A couple of D monsters to start off your day: the Irish Dearg Due and , what else, Dragons.
The Dearg Due is an Irish vampire. Dearg-Due means “red-blood sucker” in Irish (pronounced DAH-ruhg DU-ah / DAH-ruh-guh DU-ah). In true Irish fashion, her story is one of betrayal and vengeance.
The original Dearg Due was a beautiful lass who fell in love with a handsome peasant boy. Unfortunately, her father arranged for her to marry a rich, but evil nobleman. Her new husband locked her away, keeping her beauty for himself. Either he beat her to death or,in despair, she killed herself. The husband buried her in a shallow grave and quickly found a new wife. One year after her death, the lass rose from the grave as the beautiful but deadly Dearg-Due. She took vengeance first on her father and then on her husband and then on the new wife and then on anyone else who got in her way. People living in the area got into the habit of putting stones on her grave on the anniversary of her death to keep her from rising again—but sometimes they forget.

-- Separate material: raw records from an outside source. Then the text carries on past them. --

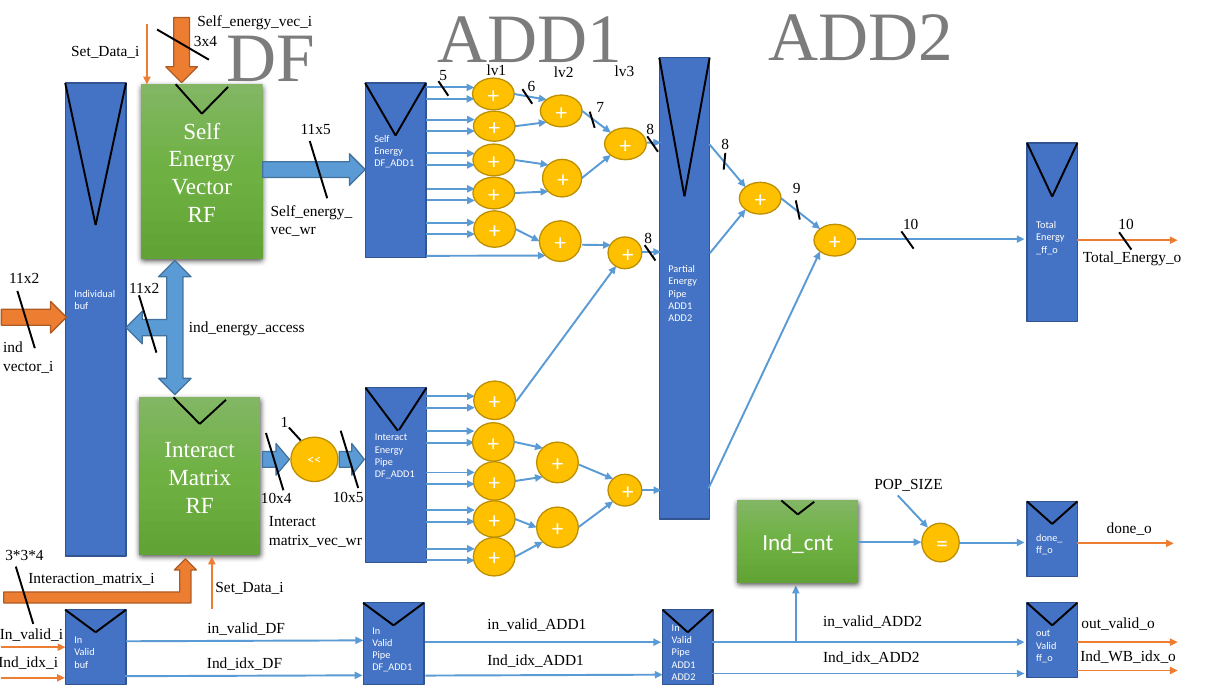
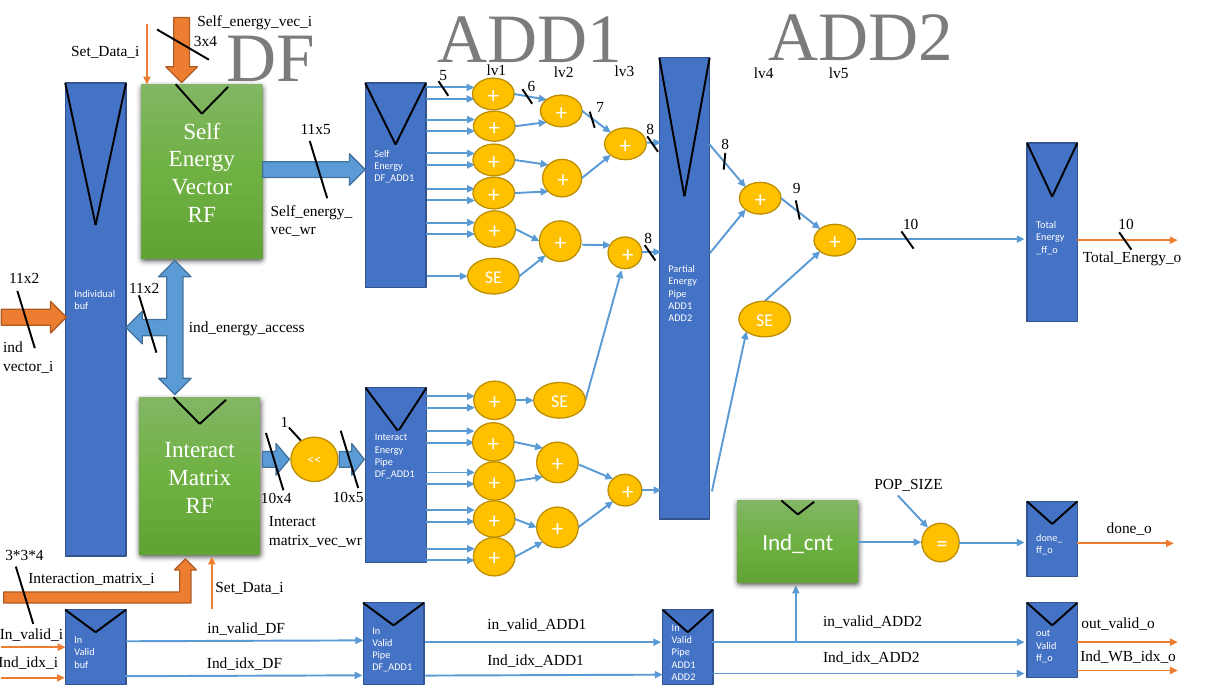
Before and after one commit to sicajc/EC_FINAL_PROJECT, a slide deck: slide 1 of EC_FINAL_PROJECT/EC_FINAL_PROJECT/verilog/fitness_evaluation/image/evaluate_fit_DP.pptx. Drawn at 1232x693 pixels with LibreOffice and Linux fonts; fonts in the diff are those of the drawing. Boxes give left, top, right and bottom in pixels: in the first picture for what was removed or moved away, otherwise in the second. Text is boxed around its words. In the diff, an @@ line names an element or a change of style, - is before the commit and + after.

```diff
--- a/EC_FINAL_PROJECT/EC_FINAL_PROJECT/verilog/fitness_evaluation/image/evaluate_fit_DP.pptx
+++ b/EC_FINAL_PROJECT/EC_FINAL_PROJECT/verilog/fitness_evaluation/image/evaluate_fit_DP.pptx
@@ rectangle "Self": place and size @@
-rectangle "Self" at <box>365,83,426,258</box>
+rectangle "Self" at <box>365,83,426,288</box>
@@ line moved from (365, 83) - (396, 136) to (365, 83) - (396, 144) @@
@@ line moved from (396, 136) - (426, 83) to (396, 144) - (426, 83) @@
@@ text added at <box>754,67,774,78</box>, 12 pt, text #000000 @@
+lv4
@@ text added at <box>829,67,849,78</box>, 12 pt, text #000000 @@
+lv5
@@ ellipse added at <box>468,259,519,295</box>, fill #FFC000, outline #BD8E00 1 pt, 14 pt, text #FFFFFF @@
+SE
@@ arrow added from (519, 276) to (545, 256), #5B9BD5 1.5 pt @@
@@ arrow moved from (709, 489) - (821, 251) to (765, 301) - (821, 251) @@
@@ arrow moved from (427, 256) - (545, 256) to (428, 276) - (468, 276) @@
@@ arrow moved from (517, 402) - (616, 266) to (586, 400) - (622, 271) @@
@@ ellipse added at <box>739,301,791,337</box>, fill #FFC000, outline #BD8E00 1 pt, 14 pt, text #FFFFFF @@
+SE
@@ arrow added from (713, 492) to (747, 332), #5B9BD5 1.5 pt @@
@@ ellipse added at <box>534,383,586,419</box>, fill #FFC000, outline #BD8E00 1 pt, 14 pt, text #FFFFFF @@
+SE
@@ arrow added from (516, 400) to (534, 400), #5B9BD5 1.5 pt @@
```
Also in this commit, not shown: 2 other files.

No D- day on the April Blog Challenge is complete without at least one dragon!
The word dragon comes from the Greek word draconta which means “to watch” and in legend dragons watch over their hordes of ill-gotten treasures. The Bible mentions dragons and their ability to spout flames was a metaphor for the yawning mouth of Hell.
In antiquity, dragons were represented as legless worms or as lizard-like critters with stubby legs. Chinese Dragons are symbols of good luck. Vietnamese dragons bring rain. Asian dragons are yang elements and represent the monarchy—power and majesty.
In the Middle Ages, European dragons sprouted bat-like wings (probably another way to equate them with Satan and the forces of evil.) Back in the day, if you were an upwardly-mobile knight, killing a dragon could be an excellent career move. Unfought dragons were excellent excuses for building an army—a ploy still used today. Nothing gets the populace riled up like a dragon (the original WMD) lurking in –oh, lets say—southeast Asia or the Middle East.
I think it would be possible to do an entire A-Z challenge on dragons alone—but for today and for this humble post, I just want to pay homage.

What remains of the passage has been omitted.